Emmanuel Cascione

Personal information
- Date of birth: 22 September 1983 (age 42)
- Place of birth: Catanzaro, Italy
- Height: 1.87 m (6 ft 2 in)
- Position: Midfielder

Team information
- Current team: San Marino (head coach)

Youth career
- 1994–1996: Fiorentina
- 1996–1997: Lido di Camaiore
- 1998–2000: Lucchese
- 2000–2001: West Ham United

Senior career*
- Years: Team / Apps / (Gls)
- 2001–2002: West Ham United / 0 / (0)
- 2002–2005: Pistoiese / 76 / (5)
- 2005–2007: Rimini / 56 / (4)
- 2007–2010: Reggina / 60 / (2)
- 2010–2013: Pescara / 99 / (11)
- 2013–2014: Parma / 0 / (0)
- 2013–2014: → Cesena (loan) / 30 / (7)
- 2014–2018: Cesena / 87 / (2)
- 2018: Santarcangelo / 14 / (3)
- 2018–2019: Forlì / 20 / (2)

International career
- 2002: Italy U20 / 3 / (0)

Managerial career
- 2019–2020: Cattolica SM
- 2020–2021: Napoli U19
- 2021–2022: Sassuolo U18
- 2022: Pistoiese
- 2024: Pescara
- 2024–: San Marino

= Emmanuel Cascione =

Italian footballer (born 1983)

Emmanuel Cascione (born 22 September 1983) is an Italian football coach and a former player who played as a midfielder. He is the head coach of Serie D club San Marino.

==Playing career==
Cascione was signed by West Ham United in July 2000 and released in January 2002. He then joined Pistoiese, at that time at Serie B. He followed the club relegated to Serie C1 and returned to Serie B by joining Rimini in the summer of 2005.

===Cesena===
In the summer of 2013, he joined Parma on a free transfer. In August 2013 Cascione was signed by Serie B club Cesena in temporary deal, Cesena also received €500,000 from Parma as premi di valorizzazione.

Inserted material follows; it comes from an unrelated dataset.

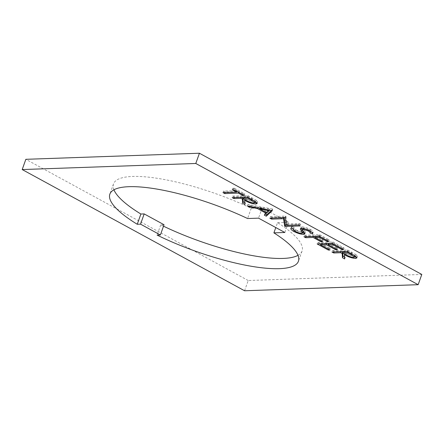 <?xml version="1.0" encoding="UTF-8"?>
<svg xmlns="http://www.w3.org/2000/svg" width="444" height="444" viewBox="0 0 444 444"><rect width="100%" height="100%" fill="white"/><g stroke="black" fill="none" stroke-linecap="round" stroke-linejoin="round"><path stroke-width="0.33" stroke-dasharray="2.22 1.67" d="M298.002 255.333A100.078 25.058 -160.4 0 0 302.07 251.01A100.078 25.058 -160.4 0 0 277.544 222.627L275.791 227.556M244.566 290.764L248.213 280.525L421.8 274.442M248.213 280.525L25.846 159.313M163.514 226.196A100.078 25.058 -160.4 0 1 160.739 224.847L164.03 224.731M277.544 222.627L288.483 222.244L284.837 232.484M113.936 189.788A100.078 25.058 -160.4 0 1 113.514 183.872A100.078 25.058 -160.4 0 1 251.237 208.286L262.176 207.903L288.483 222.244M160.739 224.847L157.093 235.092M251.237 208.286L247.591 218.531M262.176 207.903L258.53 218.148M342.046 251.648L341.264 251.221L334.26 251.465L332.478 250.494L331.94 251.998M332.478 250.494L347.658 249.961L347.119 251.471M347.658 249.961L355.921 254.59L355.383 256.094M355.921 254.59L357.459 256.416L356.399 256.882M354.634 256.826L344.916 253.208L344.649 253.968M344.916 253.208L345.204 257.431L344.672 258.935M345.204 257.431L344.544 257.07M342.779 252.941L342.713 252.009L342.446 252.758M341.264 251.221L341.103 251.681M334.26 251.465L334.099 251.926M354.29 255.933L355.056 255.633L351.604 253.019L347.88 250.988L342.824 251.165L346.437 253.147C349.062 254.739 351.681 255.666 354.29 255.933L353.757 257.437M347.88 250.988L347.613 251.737M342.824 251.165L342.657 251.626M320.279 243.845L317.715 242.446L317.177 243.95M317.715 242.446L332.895 241.913L332.356 243.423M332.895 241.913L344.094 248.018L343.556 249.528M344.094 248.018L342.535 248.074L342.269 248.823M342.535 248.074L333.117 242.94L332.85 243.689M333.117 242.94L328.449 243.107L328.283 243.562M328.449 243.107L337.867 248.24L337.329 249.744M337.867 248.24L336.308 248.29L336.041 249.04M336.308 248.29L328.177 243.861M327.672 243.584L326.889 243.157L326.729 243.617M326.889 243.157L321.056 243.362L320.89 243.823M321.056 243.362L330.469 248.496L329.936 250.005M330.469 248.496L328.915 248.551L328.649 249.3M328.915 248.551L320.784 244.117M314.435 236.369L313.653 235.942L306.26 236.202L304.479 235.231L303.94 236.735M304.479 235.231L319.658 234.698L319.119 236.208M319.658 234.698L329.326 239.971L328.793 241.481M329.326 239.971L327.772 240.026L327.506 240.776M327.772 240.026L319.88 235.725L319.613 236.474M319.88 235.725L315.212 235.892L315.046 236.347M315.212 235.892L323.104 240.193L322.566 241.697M323.104 240.193L321.545 240.243L321.278 240.998M321.545 240.243L314.94 236.646M313.653 235.942L313.492 236.402M306.26 236.202L306.099 236.663M302.686 232.795L294.344 229.937L294.122 230.564M294.344 229.937L293.401 229.382M292.08 228.394L291.625 226.529L291.086 228.033M291.625 226.529L294.072 227.417L293.534 228.921M295.365 231.385L295.904 229.881C294.117 228.777 293.512 227.955 294.072 227.417L293.451 229.121M295.904 229.881C298.218 231.108 300.372 231.785 302.364 231.907L301.826 233.416M302.364 231.907L303.141 231.468M301.221 228.421L300.793 227.589L300.394 228.704M301.459 228.41L301.992 226.901L300.827 227.367L300.288 228.871M301.992 226.901C304.523 226.995 307.337 227.839 310.428 229.443L309.89 230.952M310.428 229.443C312.582 230.702 313.486 231.696 313.148 232.417L312.615 233.921M313.148 232.417L311.244 231.785M310.606 231.574C310.85 231.035 310.206 230.308 308.674 229.393L308.38 230.203M308.674 229.393L303.84 227.872L303.574 228.621M303.84 227.872L302.653 230.159M302.969 228.516L303.097 228.161L304.345 230.159L303.807 231.668M304.345 230.159L305.4 232.323L304.623 232.828M284.138 217.643L284.071 217.194L272.15 217.61L271.989 218.071M272.15 217.61L270.368 216.639L269.835 218.148M270.368 216.639L285.548 216.106L285.009 217.616M285.548 216.106L285.919 216.311L285.387 217.815M285.919 216.311L287.09 223.881L286.558 225.386M287.09 223.881L299.04 223.46L298.501 224.969M299.04 223.46L300.821 224.431L300.283 225.941M300.821 224.431L286.485 224.936M284.071 217.194L283.905 217.654M265.562 214.019L264.868 213.642L266.8 211.871L257.798 206.965L249.917 205.489L247.968 204.429L272.566 209.03L272.028 210.539M272.566 209.03L272.283 210.678M272.821 209.168L271.451 210.428M264.868 213.642L264.335 215.146M266.8 211.871L266.533 212.621M257.798 206.965L257.492 207.82M249.917 205.489L249.611 206.343M247.968 204.429L247.436 205.938M260.323 207.437L267.416 211.305L269.713 209.196L260.323 207.437L260.018 208.292M267.416 211.305L266.883 212.809M269.713 209.196L269.414 210.045M242.269 197.258L241.486 196.831L234.482 197.075L232.7 196.104L232.162 197.613M232.7 196.104L247.874 195.571L247.341 197.081M247.874 195.571L256.138 200.2L255.605 201.704M256.138 200.2L257.675 202.026L256.621 202.492M254.85 202.442L245.138 198.823L244.866 199.578M245.138 198.823L245.427 203.041L244.888 204.551M245.427 203.041L244.761 202.68M242.996 198.551L242.935 197.619L242.663 198.368M241.486 196.831L241.32 197.291M234.482 197.075L234.315 197.536M254.512 201.543L255.278 201.243L251.826 198.629L248.102 196.598L243.04 196.775L246.653 198.757C249.284 200.349 251.898 201.276 254.512 201.543L253.974 203.047M248.102 196.598L247.835 197.347M243.04 196.775L242.879 197.236M236.785 191.68L225.319 192.08L223.537 191.109L237.157 190.631L236.891 191.381M237.157 190.631L232.828 188.273L232.29 189.782M232.828 188.273L234.382 188.217L233.849 189.727M234.382 188.217L244.822 193.906L244.283 195.416M244.822 193.906L243.262 193.961L242.996 194.711M243.262 193.961L238.939 191.603L238.672 192.352M238.939 191.603L237.396 191.658M225.319 192.08L225.152 192.541M223.537 191.109L222.999 192.618M351.631 252.125L351.093 253.635M351.604 253.019L351.337 253.768M346.437 253.147L345.898 254.656M251.848 197.741L251.31 199.245M251.826 198.629L251.554 199.378M246.653 198.757L246.12 200.266M302.07 251.01L298.424 261.255M113.514 183.872L109.868 194.111M356.921 257.92L357.459 256.416M290.92 228.355L291.453 226.851M304.861 233.827L305.4 232.323M257.143 203.53L257.675 202.026"/><path stroke-width="0.67" d="M275.791 227.556L273.898 232.867L284.837 232.484L258.53 218.148L247.591 218.531A100.078 25.058 -160.4 0 0 109.868 194.111A100.078 25.058 -160.4 0 0 137.24 224.27L140.532 224.153L160.384 234.976L157.093 235.092A100.078 25.058 -160.4 0 0 279.343 268.67A100.078 25.058 -160.4 0 0 298.424 261.255A100.078 25.058 -160.4 0 0 273.898 232.867M163.514 226.196A100.078 25.058 -160.4 0 0 282.989 258.43A100.078 25.058 -160.4 0 0 298.002 255.333M247.436 205.938L272.283 210.678L266.272 216.206L264.335 215.146L266.261 213.375L257.265 208.469L249.378 206.998L247.436 205.938M195.787 163.475L22.2 169.558L244.566 290.764L418.154 284.687L195.787 163.475L199.434 153.236L421.8 274.442L418.154 284.687M333.721 252.969L331.94 251.998L347.119 251.471L355.383 256.094L356.921 257.92L355.533 258.408C352.003 258.192 348.285 256.959 344.378 254.717L344.672 258.935L342.468 257.736L342.174 253.513L340.731 252.725L333.721 252.969L334.099 251.926M328.377 250.055L317.177 243.95L332.356 243.423L343.556 249.528L341.997 249.578L332.584 244.444L327.911 244.611L337.329 249.744L335.775 249.8L326.357 244.666L320.518 244.872L329.936 250.005L328.377 250.055L328.649 249.3M305.727 237.707L303.94 236.735L319.119 236.208L328.793 241.481L327.234 241.53L319.347 237.229L314.674 237.396L322.566 241.697L321.012 241.752L313.12 237.451L305.727 237.707L306.099 236.663M293.534 228.921C292.973 229.459 293.584 230.281 295.365 231.385C297.68 232.612 299.833 233.289 301.826 233.416L302.608 232.978L300.255 229.093L301.459 228.41C303.985 228.499 306.798 229.348 309.89 230.952C312.043 232.212 312.953 233.2 312.615 233.921L310.067 233.078C310.312 232.545 309.668 231.818 308.136 230.897L303.302 229.376L302.653 230.159L304.861 233.827L303.591 234.388C300.638 234.254 297.38 233.272 293.811 231.441C291.164 229.892 290.259 228.76 291.086 228.033L293.523 228.915M290.92 228.355L291.086 228.033M303.069 231.674L302.575 233.1L303.141 231.468L301.221 228.421M303.097 228.161L302.653 230.159M283.533 218.698L271.617 219.114L269.835 218.148L285.009 217.616L285.387 217.815L286.558 225.386L298.501 224.969L300.283 225.941L285.109 226.468L284.698 226.251L283.533 218.698L283.905 217.654M233.944 198.585L232.162 197.613L247.341 197.081L255.605 201.704L257.143 203.53L255.755 204.018C252.22 203.802 248.501 202.569 244.6 200.327L244.888 204.551L242.685 203.346L242.396 199.128L240.948 198.335L233.944 198.585L234.315 197.536M222.999 192.618L236.619 192.141L232.29 189.782L233.849 189.727L244.283 195.416L242.729 195.471L238.4 193.112L224.781 193.59L222.999 192.618M22.2 169.558L25.846 159.313L199.434 153.236M113.936 189.788A100.078 25.058 -160.4 0 0 140.887 214.025L144.178 213.908L140.532 224.153M160.384 234.976L164.03 224.731L144.178 213.908M140.887 214.025L137.24 224.27M356.399 256.882L355.533 258.408M356.071 256.904L354.634 256.826M344.649 253.968L344.378 254.717M344.544 257.07L343.001 256.232L342.468 257.736M343.001 256.232L342.779 252.941M342.446 252.758L342.174 253.513M342.552 251.92L342.046 251.648M341.103 251.681L340.731 252.725M351.065 254.523L347.347 252.492L342.285 252.669L345.898 254.656C348.523 256.244 351.143 257.17 353.757 257.437L354.523 257.137L351.065 254.523L351.337 253.768M347.613 251.737L347.347 252.492M342.657 251.626L342.285 252.669M342.269 248.823L341.997 249.578M332.85 243.689L332.584 244.444M328.283 243.562L327.911 244.611M336.041 249.04L335.775 249.8M328.177 243.861L327.672 243.584M326.729 243.617L326.357 244.666M320.89 243.823L320.518 244.872M320.784 244.117L320.279 243.845M327.506 240.776L327.234 241.53M319.613 236.474L319.347 237.229M315.046 236.347L314.674 237.396M321.278 240.998L321.012 241.752M314.94 236.646L314.435 236.369M313.492 236.402L313.12 237.451M294.122 230.564L293.811 231.441M293.401 229.382L292.08 228.394M311.244 231.785L310.606 231.574L310.067 233.078M308.38 230.203L308.136 230.897M303.574 228.621L303.302 229.376M304.623 232.828L304.123 232.884L303.591 234.388M304.123 232.884L302.686 232.795M271.989 218.071L271.617 219.114M286.485 224.936L285.642 224.964L285.109 226.468M285.642 224.964L285.237 224.742L284.698 226.251M285.237 224.742L284.138 217.643M271.451 210.428L266.805 214.696L266.272 216.206M266.805 214.696L265.562 214.019M266.533 212.621L266.261 213.375M257.492 207.82L257.265 208.469M249.611 206.343L249.378 206.998M266.883 212.809L269.181 210.7L259.784 208.941L266.883 212.809M269.414 210.045L269.181 210.7M260.018 208.292L259.784 208.941M256.621 202.492L256.288 202.514L255.755 204.018M256.288 202.514L254.85 202.442M244.866 199.578L244.6 200.327M244.761 202.68L243.223 201.842L242.685 203.346M243.223 201.842L242.996 198.551M242.663 198.368L242.396 199.128M242.774 197.53L242.269 197.258M241.32 197.291L240.948 198.335M251.287 200.133L247.563 198.107L242.507 198.285L246.12 200.266C248.745 201.854 251.365 202.78 253.974 203.047L254.739 202.747L251.287 200.133L251.554 199.378M247.835 197.347L247.563 198.107M242.879 197.236L242.507 198.285M236.891 191.381L236.619 192.141M242.996 194.711L242.729 195.471M238.672 192.352L238.4 193.112M237.396 191.658L236.785 191.68M225.152 192.541L224.781 193.59M301.981 229.431L301.448 230.941M354.523 257.137L355.056 255.633M254.739 202.747L255.278 201.243"/></g></svg>
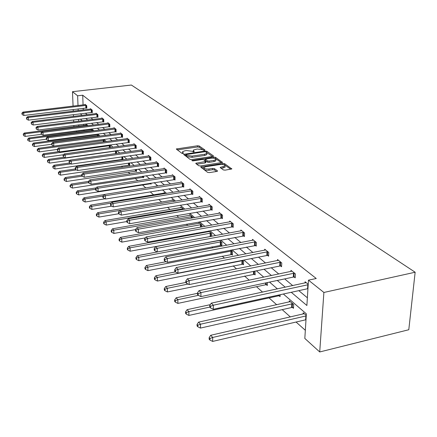 <?xml version="1.0" encoding="UTF-8"?>
<svg xmlns="http://www.w3.org/2000/svg" width="437" height="437" viewBox="0 0 437 437"><rect width="100%" height="100%" fill="white"/><g stroke="black" fill="none" stroke-linecap="round" stroke-linejoin="round"><path stroke-width="0.66" d="M204.527 150.355L204.942 149.973L199.201 145.98L197.535 145.772L176.302 148.995L181.89 153.332L183.076 153.485L183.518 153.097L182.797 152.562L182.546 151.699L184.818 150.792L186.55 150.547L191.936 151.235L193.853 151.912L194.285 151.524L193.547 151L193.28 150.12L197.213 149.001L202.593 149.683L204.527 150.355M223.285 169.911L225.093 170.151L231.818 168.939L224.596 163.635L222.821 163.405L200.676 166.972L207.608 172.358L209.416 172.604L216.828 171.446L217.528 171.162L217.44 170.823L214.43 168.655L212.639 168.414L208.995 168.977C205.576 169.179 203.91 168.677 203.992 167.475L205.887 166.71L220.019 164.541C223.449 164.345 225.115 164.853 225.022 166.06L220.155 167.42L223.285 169.911M77.628 95.796L82.719 95.211L316.246 278.495L308.478 280.161L323.888 292.462L415.15 272.229L131.373 85.04L72.487 91.688L77.628 95.796L78.005 105.535M212.786 156.402L213.464 156.135L213.376 155.834L206.772 151.24L205.079 151.027L183.567 154.354L189.986 159.319L191.712 159.549L212.786 156.402M215.512 157.32L222.466 162.411L200.392 165.951L198.622 165.71L195.7 163.301L205.783 161.428L203.8 159.762L202.063 159.532L193.088 160.876L191.816 160.51L213.78 157.096L215.512 157.32L215.49 158.565L221.461 162.733M283.329 294.003L306.364 313.853L304.824 338.44L319.715 351.96L408.792 329.738L415.15 272.229M292.49 307.462L293.473 308.32L293.686 304.556L289.305 300.765L289.239 301.967M267.433 282.548L267.302 285.503L266.406 284.722M242.546 260.332L243.627 261.271L243.513 264.762L242.699 264.052M219.385 240.312L221.876 242.464L221.799 245.829L221.056 245.184M201.921 226.907L201.943 225.23L198.906 222.602L198.895 223.389M183.611 209.378L180.809 206.958L180.809 207.679M165.333 193.575L164.104 192.509L164.104 193.17M151.049 183.152L151.06 184.157L150.519 183.682M136.508 169.398L136.535 171.495L136.033 171.058M122.71 156.719L123.016 159.674M122.988 159.68L122.551 159.303M109.217 145.051L110.337 146.018L110.375 147.526M98.538 136.251L98.522 135.809L96.703 134.23L96.714 134.678M86.974 125.823L85.745 124.758L85.756 125.173M83.773 124.201L83.817 125.424M83.98 129.909L84.013 130.783M87.056 135.459L87.547 135.896M114.936 160.346L115.417 160.778M121.448 166.158L122.573 167.163M128.188 172.178L130.007 173.8M135.18 178.416L137.748 180.705M142.429 184.889L145.8 187.894M150.213 191.838L153.616 194.875M158.702 199.414L161.652 202.047M167.551 207.313L170.015 209.509M176.788 215.561L178.717 217.282M186.441 224.176L187.784 225.372M196.535 233.183L197.234 233.811M211.836 246.839L212.977 247.861M222.253 256.142L224.46 258.109M233.145 265.865L236.515 268.875M244.551 276.047L249.199 280.193M256.503 286.71L262.555 292.118M269.034 297.903L276.714 304.753M282.204 309.653L290.403 316.978M296.046 322.014L305.332 330.301M92.868 130.92L91.136 129.418L91.153 129.855M102.826 139.529L104.334 140.829L104.361 141.785M115.843 150.781L116.542 151.388L116.592 153.485M129.614 162.919L129.658 165.497L129.177 165.077M143.647 176.138L143.664 177.712L143.145 177.258M156.757 186.157L156.222 185.698L156.227 186.244M158.729 190.466L158.729 190.843L158.363 190.527M174.276 201.31L172.293 199.594L172.293 200.283M192.58 217.943L192.591 217.14L189.674 214.622L189.669 215.375M208.525 230.998L208.515 231.752M208.596 230.982L211.699 233.664L211.65 236.313M230.687 250.084L232.511 251.657L232.413 255.088L231.637 254.41M254.99 271.098L255.132 274.889L254.279 274.146M280.161 294.696L280.068 296.63L279.128 295.816M306.266 315.432L303.207 312.783L303.125 314.056M77.114 131.679L76.262 130.909M319.715 351.96L323.888 292.462M291.25 292.277L306.889 305.507L308.478 280.161M80.288 113.795L82.118 115.346M85.767 118.432L87.722 120.082M91.431 123.223L93.513 124.982M97.287 128.183L99.499 130.051M103.345 133.307L105.699 135.295M109.616 138.611L112.123 140.73M116.111 144.106L118.777 146.357M122.841 149.798L125.676 152.196M129.816 155.698L132.837 158.254M137.06 161.827L140.272 164.541M144.576 168.185L147.996 171.08M152.387 174.795L156.031 177.875M160.516 181.666L164.388 184.949M168.966 188.822L173.096 192.313M177.772 196.273L182.174 199.993M186.954 204.041L191.641 208.007M196.535 212.142L201.533 216.37M206.537 220.603L211.869 225.115M216.992 229.452L222.684 234.27M227.934 238.706L234.019 243.851M239.394 248.402L245.9 253.908M251.412 258.573L258.371 264.456M264.03 269.247L271.481 275.55M277.293 280.467L285.279 287.224M78.136 108.922L78.201 110.577M72.487 91.688L73.072 106.12M73.208 109.518L73.279 111.173M73.416 114.636L73.492 116.411M73.635 119.951L73.711 121.847M73.858 125.463L73.908 126.692M78.534 119.339L78.611 121.229M78.747 124.84L78.797 126.069M78.966 130.559L79.004 131.433M277.424 288.912L269.525 282.105M263.779 277.156L256.41 270.809M250.816 265.986L243.933 260.059M238.482 255.361L232.052 249.822M226.737 245.239L220.729 240.06M215.539 235.592L209.913 230.741M204.855 226.382L199.583 221.838M194.64 217.582L189.702 213.327M184.867 209.159L180.241 205.172M175.516 201.102L171.173 197.36M166.552 193.378L162.477 189.866M157.954 185.965L154.124 182.671M149.7 178.853L146.105 175.761M141.768 172.02L138.392 169.114M134.143 165.448L130.969 162.717M126.806 159.128L123.824 156.561M119.738 153.037L116.936 150.628M112.926 147.171L110.299 144.904M106.36 141.512L103.891 139.381M100.029 136.054L97.702 134.05M93.911 130.783L91.726 128.904M88.001 125.692L85.952 123.922M82.287 120.765L80.364 119.11M85.368 113.172L87.22 114.713M90.918 117.788L92.895 119.432M96.659 122.562L98.762 124.31M102.591 127.495L104.831 129.357M108.726 132.597L111.107 134.574M115.073 137.874L117.608 139.982M121.65 143.341L124.348 145.587M128.462 149.006L131.335 151.393M135.525 154.878L138.578 157.424M142.855 160.974L146.105 163.678M150.465 167.305L153.922 170.179M158.369 173.877L162.051 176.941M166.59 180.716L170.512 183.977M175.144 187.828L179.323 191.302M184.059 195.235L188.505 198.939M193.345 202.959L198.087 206.903M203.03 211.016L208.088 215.222M213.147 219.429L218.544 223.913M223.722 228.223L229.48 233.008M234.784 237.422L240.934 242.535M246.37 247.058L252.947 252.526M258.518 257.158L265.554 263.008M271.273 267.761L278.801 274.026M284.673 278.904L292.741 285.618M298.777 290.632L307.375 297.783M82.719 95.211L83.074 104.935M83.194 108.316L83.254 109.96M305.031 282.968L305.102 281.767L308.222 284.279M290.905 271.503L290.966 270.366L295.417 273.955L295.199 277.828L294.199 277.014M277.473 260.599L277.522 259.523L281.761 262.943L281.57 266.734L280.614 265.964M264.685 250.221L264.729 249.21L268.76 252.46L268.597 256.18L267.69 255.443M252.499 240.334L252.531 239.372L256.377 242.475L256.235 246.124L255.372 245.419M240.869 230.9L240.896 229.993L244.567 232.954L244.447 236.532L243.622 235.86M229.758 221.892L229.78 221.029L233.287 223.859L233.189 227.371L232.402 226.732M219.134 213.283L219.155 212.464L222.509 215.168L222.428 218.615L221.674 218.003M208.968 205.046L208.984 204.259L212.196 206.848L212.131 210.235L211.41 209.651M199.228 197.153L199.239 196.404L202.32 198.884L202.271 202.211L201.577 201.648M189.893 189.582L189.898 188.871L192.848 191.253L192.815 194.52L192.154 193.979M180.929 182.322L180.934 181.645L183.764 183.928L183.748 187.14L183.108 186.621M172.32 175.352L172.32 174.696L175.046 176.892L175.035 180.055L174.423 179.552M164.044 168.649L164.044 168.027L166.661 170.135L166.666 173.243L166.076 172.762M158.03 163.181L84.117 174.095L83.046 173.014L156.085 162.203L156.08 161.603L158.598 163.635L158.615 166.688L158.047 166.229M150.295 156.938L77.562 167.447L76.535 166.41L148.405 155.998L148.416 155.425L150.841 157.38L150.863 160.384L150.323 159.942M141.036 150.017L141.031 149.47L143.369 151.355L143.402 154.31L142.877 153.884M133.919 144.259L133.908 143.729L136.164 145.543L136.207 148.46L135.699 148.045M127.052 138.698L127.041 138.19L129.215 139.944L129.265 142.812L128.778 142.413M120.426 133.334L120.415 132.848L122.513 134.536L122.568 137.36L122.098 136.978M114.024 128.156L114.013 127.68L116.04 129.319L116.1 132.1L115.647 131.728M107.835 123.147L107.824 122.693L109.785 124.272L109.851 127.014L109.414 126.659M101.854 118.307L101.837 117.87L103.733 119.399L103.809 122.098L103.383 121.754M96.064 113.62L96.047 113.199L97.883 114.68L97.964 117.34L97.555 117.007M90.459 109.086L90.443 108.682L92.223 110.113L92.305 112.735L91.907 112.413M85.029 104.7L85.018 104.306L86.739 105.694L86.826 108.278L86.444 107.966M193.274 150.738L193.241 151.929M182.54 152.311L182.513 153.502M203.702 150.333L199.185 147.182L197.524 146.974L177.242 149.891M185.807 155.075L184.501 155.266M212.464 156.451L206.346 152.3M205.772 151.901L204.587 151.748L185.807 154.627L186.637 155.392L192.105 156.102L204.658 154.25L206.854 153.387L206.575 152.458L205.772 151.901M185.807 154.769L185.856 156.053L185.862 154.824M206.843 153.955L206.832 154.616L204.642 155.479L192.089 157.342L186.626 156.626L185.856 156.053M196.634 164.241L205.062 162.963L205.767 162.46M203.888 159.822L205.357 159.598M214.004 160.357L215.834 159.636C215.894 158.489 214.261 158.008 210.94 158.199L205.363 159.21L207.346 160.871L209.094 161.1L214.004 160.357L213.983 161.608L215.807 160.882L215.818 160.286M205.357 159.429L205.428 160.761L205.45 159.51M213.983 161.608L209.072 162.351L207.324 162.122L205.428 160.761M215.49 158.565L214.277 158.303M225.006 166.677L224.989 167.327L221.117 168.371M203.981 168.108L203.97 168.748C203.888 169.955 205.559 170.463 208.973 170.255L208.995 168.977M216.555 171.484L214.409 169.933L212.617 169.693L208.973 170.255M203.926 167.562L201.61 167.917M230.812 169.256L224.563 164.896L223.334 164.629M86.122 125.086L24.275 133.034L24.996 133.815L25.155 136.415L41.406 134.312M23.44 134.536L23.505 135.579L23.44 134.536L24.996 133.815L42.132 131.619M23.156 134.225L24.275 133.034M25.155 136.415L23.505 135.579M86.351 105.383L23.702 112.817L22.981 112.085L85.401 104.612M86.816 107.961L23.866 115.461L23.702 112.817L22.14 113.56L21.85 113.265L22.205 114.614L22.14 113.56M22.205 114.614L23.866 115.461M22.981 112.085L21.85 113.265M91.53 129.756L28.82 137.966L29.563 138.769L29.716 141.402L46.256 139.228M27.979 139.501L27.684 139.179L27.749 140.233L28.044 140.556L27.979 139.501L29.563 138.769L92.502 130.603M27.684 139.179L28.82 137.966M29.716 141.402L28.044 140.556M97.107 134.585L33.512 143.057L34.283 143.888L34.436 146.559L51.621 144.259M32.671 144.631L32.365 144.297L32.731 145.696L32.671 144.631L34.283 143.888L98.117 135.454M32.365 144.297L33.512 143.057M34.436 146.559L32.731 145.696M91.825 109.791L28.29 117.471L27.547 116.712L90.841 108.999M92.294 112.407L28.449 120.153L28.29 117.471L26.695 118.219L26.4 117.919L26.761 119.296L26.695 118.219M26.761 119.296L28.449 120.153M27.547 116.712L26.4 117.919M97.473 114.347L33.032 122.278L32.262 121.497L96.457 113.533M97.954 117.001L33.19 125.004L33.032 122.278L31.409 123.037L31.103 122.726L31.469 124.13L31.409 123.037M31.469 124.13L33.19 125.004M32.262 121.497L31.103 122.726M102.87 139.567L38.363 148.318L39.161 149.181L39.308 151.89L57.187 149.449M37.516 149.929L37.205 149.585L37.265 150.667L37.582 151.016L37.516 149.929L39.161 149.181L103.908 140.463M37.205 149.585L38.363 148.318M39.308 151.89L37.582 151.016M103.307 119.055L37.937 127.254L37.14 126.446L102.263 118.209M103.798 121.748L38.09 130.018L37.937 127.254L36.282 128.025L35.965 127.697L36.342 129.128L36.282 128.025M36.342 129.128L38.09 130.018M37.14 126.446L35.965 127.697M58.929 151.623L43.383 153.764L44.203 154.654L44.35 157.402L63.512 154.742M42.531 155.414L42.209 155.059L42.591 156.512L42.531 155.414L44.203 154.654L109.9 145.641M42.209 155.059L43.383 153.764M44.35 157.402L42.591 156.512M109.343 123.917L43.006 132.4L42.181 131.559L108.261 123.048M109.845 126.654L43.159 135.202L43.006 132.4L41.318 133.181L40.991 132.843L41.384 134.301L41.318 133.181M41.384 134.301L43.159 135.202M42.181 131.559L40.991 132.843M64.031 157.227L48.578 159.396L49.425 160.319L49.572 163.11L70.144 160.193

On 30 June 2014, Cascione was signed by Cesena outright in a three-year contract, in a direct cashless swap with goalkeeper Nicola Ravaglia.

==Coaching career==
On 17 July 2019, he joined Serie D club Cattolica Calcio San Marino as a head coach.

In July 2022, Cascione was hired by Serie D club Pistoiese. He was sacked on 25 October 2022 due to negative results.

On 18 March 2024, Cascione was hired as the new head coach of Serie C club Pescara, a former team of his as a player.